What is needed is an exact copy of the data below, pictures excluded.

------------

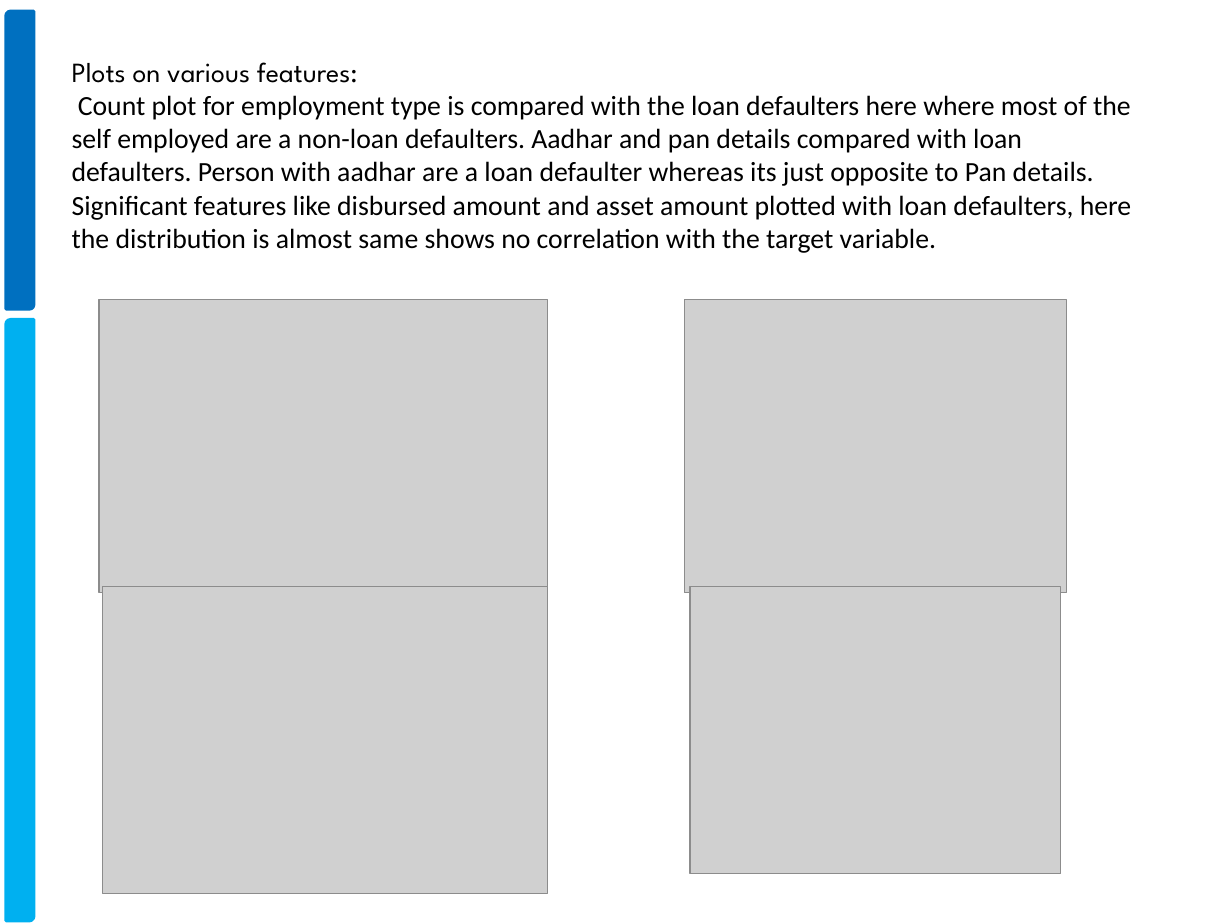
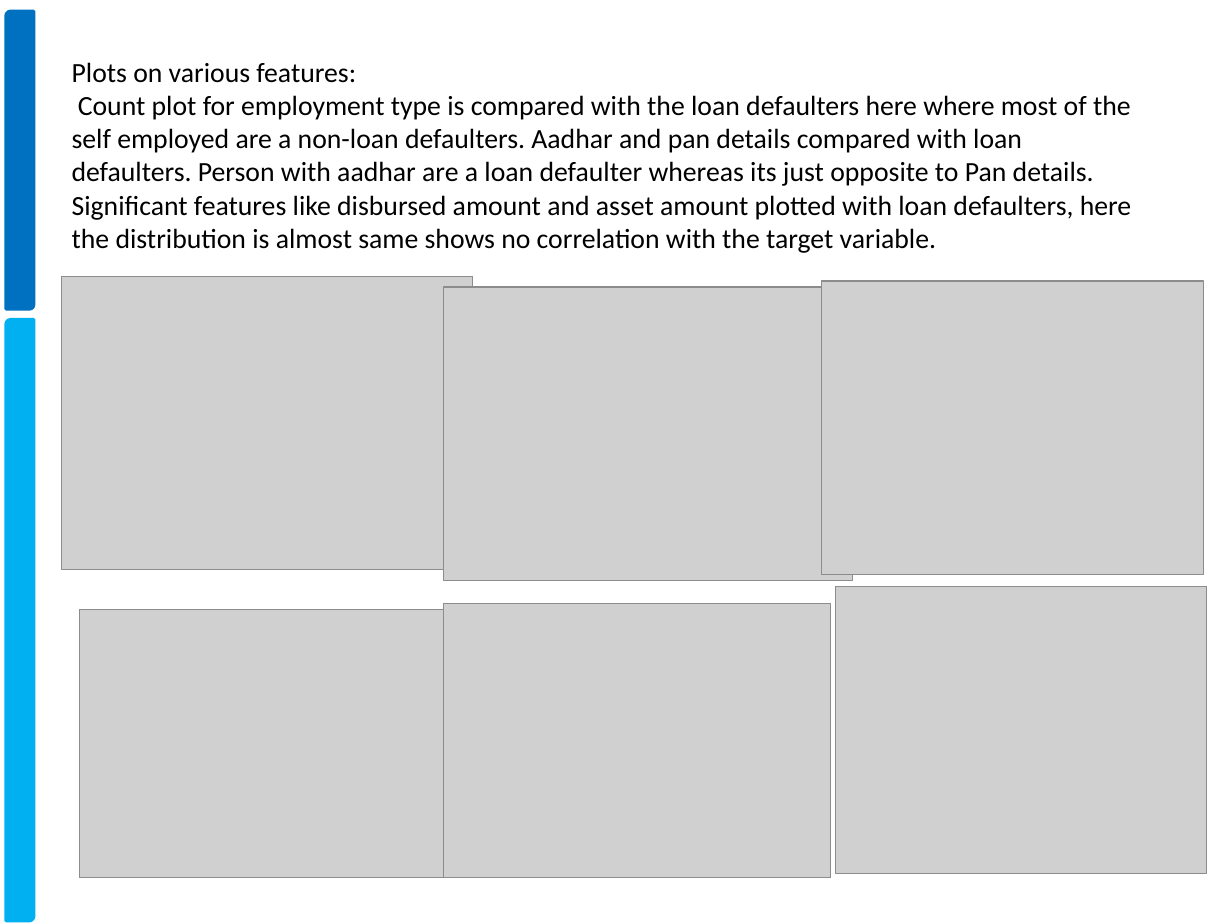
Before and after one commit to xavierigneous/Vehicle-Loan-Default-Prediction, a slide deck: slide 5 of Vehicle Loan Default Prediction.pptx. Drawn at 1232x924 pixels with LibreOffice and Linux fonts; fonts in the diff are those of the drawing; grey boxes stand for pictures; background and template pictures are left out. Boxes give left, top, right and bottom in pixels: in the first picture for what was removed or moved away, otherwise in the second. Text is boxed around its words. In the diff, an @@ line names an element or a change of style, - is before the commit and + after.

```diff
--- a/Vehicle Loan Default Prediction.pptx
+++ b/Vehicle Loan Default Prediction.pptx
@@ title "Plots on various features: Count ..." at (72,62,1131,253): font League Spartan to Calibri in "Plots on various features:" @@
@@ picture added at (62,276,473,569) @@
@@ picture: place and size @@
-picture at (99,299,547,593)
+picture at (444,287,853,580)
@@ picture: place and size @@
-picture at (684,299,1066,593)
+picture at (822,281,1204,574)
@@ picture: place and size @@
-picture at (690,586,1061,873)
+picture at (835,586,1206,873)
@@ picture added at (80,610,456,878) @@
@@ picture: place and size @@
-picture at (102,586,547,893)
+picture at (444,604,830,878)
```
Also in this commit, not shown: 5 other slides changed, 1 slide added, 2 slides removed, 4 other files.

------------

**ANSWER BELOW**
Before and after one commit to xavierigneous/Vehicle-Loan-Default-Prediction, a slide deck: slide 5 of Vehicle Loan Default Prediction.pptx. Drawn at 1232x924 pixels with LibreOffice and Linux fonts; fonts in the diff are those of the drawing; grey boxes stand for pictures; background and template pictures are left out. Boxes give left, top, right and bottom in pixels: in the first picture for what was removed or moved away, otherwise in the second. Text is boxed around its words. In the diff, an @@ line names an element or a change of style, - is before the commit and + after.

```diff
--- a/Vehicle Loan Default Prediction.pptx
+++ b/Vehicle Loan Default Prediction.pptx
@@ title "Plots on various features: Count ..." at (72,62,1131,253): font League Spartan to Calibri in "Plots on various features:" @@
@@ picture added at (62,276,473,569) @@
@@ picture: place and size @@
-picture at (99,299,547,593)
+picture at (444,287,853,580)
@@ picture: place and size @@
-picture at (684,299,1066,593)
+picture at (822,281,1204,574)
@@ picture: place and size @@
-picture at (690,586,1061,873)
+picture at (835,586,1206,873)
@@ picture added at (80,610,456,878) @@
@@ picture: place and size @@
-picture at (102,586,547,893)
+picture at (444,604,830,878)
```
Also in this commit, not shown: 5 other slides changed, 1 slide added, 2 slides removed, 4 other files.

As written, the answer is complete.